Praia do Porto de Mos była ostatnią plażą na ten dzień. Tam poszliśmy zjeść do restauracji przy plaży a później położyliśmy się trochę na piasku, żeby odpocząć. Nawet nie wiadomo w którym momencie ale zasnęliśmy. Spaliśmy pewie jakieś pół godziny albo i więcej. 🙉

Wróciliśmy do centrum Lagos prosto na kolację. W zasadzie nie mieliśmy żadnych poleconych restauracji więc skorzystaliśmy z strony internetowej TripAdvisor, gdzie ludzie pozostawiają opinie na temat odwiedzonych miejsc.

Nadeszła sobota rano. Wymeldowaliśmy się z hostelu i poszliśmy zwiedzić nieco okolicę. Głównym celem była jednak Meia Praia czyli głóna miejska plaża.
Chwilę później przyjechał Andre! Niesamowity chłopak! Przyjechał specjalnie ponad 80km, żeby zabrać Nas do kolejnych nieodwiedzonych dotąd plaż. Pierwszą z Nich była Praia de Falesia.  Praia de Falesia jest jedną z najbardziej znanych plaż w Algarve, znajdująca się pomiędzy Albufeirą i Faro.
Po kilku godzinach spędzonych na Praia de Falesia pojechaliśmy do Taviry, a dokładniej do portu w w tym mieście skąd to płynęliśmy do Praia da Ilha de Tavira. Jest to długa piaszczysta plaża na którą dostać się możesz jedynie promem bądź łodzią.
[www.google.pl]
Kolejny dzień, tzn niedziela był dniem powrotu. Niestety co smutne, ale wszystko co miłe bardzo szybko się kończy, zdecydowanie za szybko! Były to ostatnie momenty na plaży przed powrotem. Pisząc ten tekst czuję się jakbym była tam wczoraj, a minęły już prawie trzy tygodnie.
Wieczorem w sobotę wróciliśmy ponownie do Faro. Nie był to jednak koniec wrażeń. Lot był dopiero kolejnego dnia rano więc przed Nami cała długa noc! Koniecznie musieliśmy powiedzieć "Do widzenia Portugalio" w odpowiednim dobrym stylu.

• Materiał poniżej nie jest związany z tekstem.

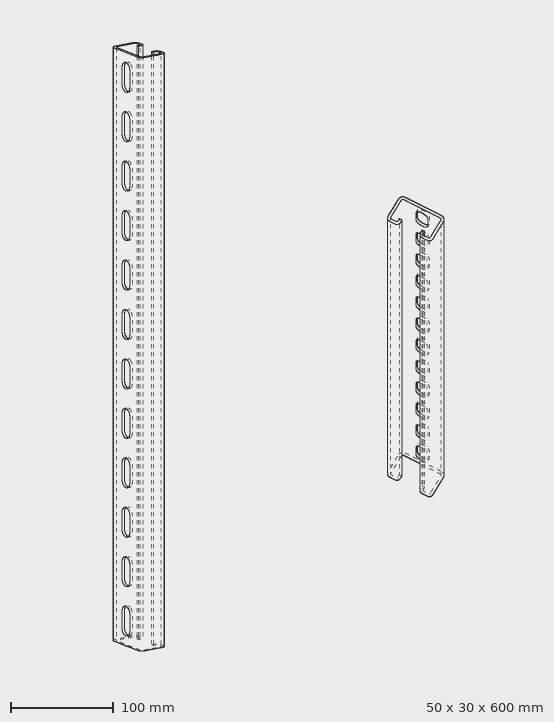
import cadquery as cq

LENGTH = 600.0
WIDTH = LENGTH / 12
DEPTH = 30.0
WALL = 3.0

OPENING = 22.0
LIP_DEPTH = 7.0
BASE_BEND_RADIUS = 5.0
FLANGE_BEND_RADIUS = 4.0

SLOT_COUNT = 12
SLOT_PITCH = LENGTH / SLOT_COUNT
SLOT_LENGTH = 30.0
SLOT_WIDTH = 13.0


def fillet_edges_at(body, points, radius):
    """Round the upright edges that pass through the given (x, y) points."""
    for x, y in points:
        body = body.edges(cq.selectors.NearestToPointSelector((x, y, LENGTH / 2))).fillet(radius)
    return body


def make_bar(width, depth, base_radius, lip_radius):
    """Full-length upright bar, centred on the Z axis, rounded at its base (-Y) and lip (+Y) corners."""
    bar = cq.Workplane("XY").rect(width, depth).extrude(LENGTH)
    bar = bar.faces("<Y").edges("|Z").fillet(base_radius)
    return bar.faces(">Y").edges("|Z").fillet(lip_radius)


def make_channel():
    """Bent sheet: closed tube, opened at +Y between the lips."""
    outside = make_bar(WIDTH, DEPTH, BASE_BEND_RADIUS, FLANGE_BEND_RADIUS)
    inside = make_bar(
        WIDTH - 2 * WALL, DEPTH - 2 * WALL, BASE_BEND_RADIUS - WALL, FLANGE_BEND_RADIUS - WALL
    )
    lips = (
        cq.Workplane("XY")
        .center(0, (DEPTH - LIP_DEPTH) / 2)
        .rect(OPENING + 2 * WALL, LIP_DEPTH)
        .extrude(LENGTH)
    )
    opening = cq.Workplane("XY").center(0, DEPTH / 2).rect(OPENING, DEPTH).extrude(LENGTH)
    channel = outside.cut(inside).union(lips).cut(opening)

    outer_corners = [(side * OPENING / 2, DEPTH / 2) for side in (-1, 1)]
    inner_corners = [(side * (OPENING / 2 + WALL), DEPTH / 2 - WALL) for side in (-1, 1)]
    channel = fillet_edges_at(channel, outer_corners, FLANGE_BEND_RADIUS)
    return fillet_edges_at(channel, inner_corners, FLANGE_BEND_RADIUS - WALL)


def make_slots():
    """Upright round-ended slots, evenly spaced, through the base only."""
    mid_height = LENGTH / 2
    return (
        cq.Workplane("XZ", origin=(0, -DEPTH / 2 + WALL, mid_height))
        .rarray(SLOT_PITCH, SLOT_PITCH, 1, SLOT_COUNT)
        .slot2D(SLOT_LENGTH, SLOT_WIDTH, 90)
        .extrude(WALL)
    )


result = make_channel().cut(make_slots())

 Pierwszym punktem po powrocie do Faro było zameldowanie się w hostelu. W zasadzie patrząc z perspektywy czasu był to najkrótszy dotąd mój pobyt w miejscu zakwaterowania ale o tym trochę później. Szybki prysznic, chwila rozmowy z nowymi lokatorami z pokoju i już byliśmy na mieście. Okazało się, iż tego wieczoru jest finalna impreza w jednym z słynnych klubów BLISS i gościem będzie brazylijska słynna piosenkarka, której to utworów słuchaliśmy od samego początku przyjazdu do Portugalii- CAROLIINA!!!
 Nie zapomnieliśmy również o pożegnaniu z  Naszym najlepszym barmanem Jimim, który to robi najlepsze Carpirinha na świecie! Wypiliśmy po drinku i pojechaliśmy prosto do miasta w którym był był koncert.

Klub "BLISS" do którego jechaliśmy był w Vilemoura. Jest to miasto ok 25km od Faro. Jako iż imprezy zaczynają się zwykle dość późno (po północy albo i dalej) to zdążyliśmy jeszcze odwiedzić centrum Vilemoura. Jest to można powiedzieć turystyczny kurort z bardzo drogimi hotelami i wielkim portem, na którym to zwodowane są bardzo drogie jachty.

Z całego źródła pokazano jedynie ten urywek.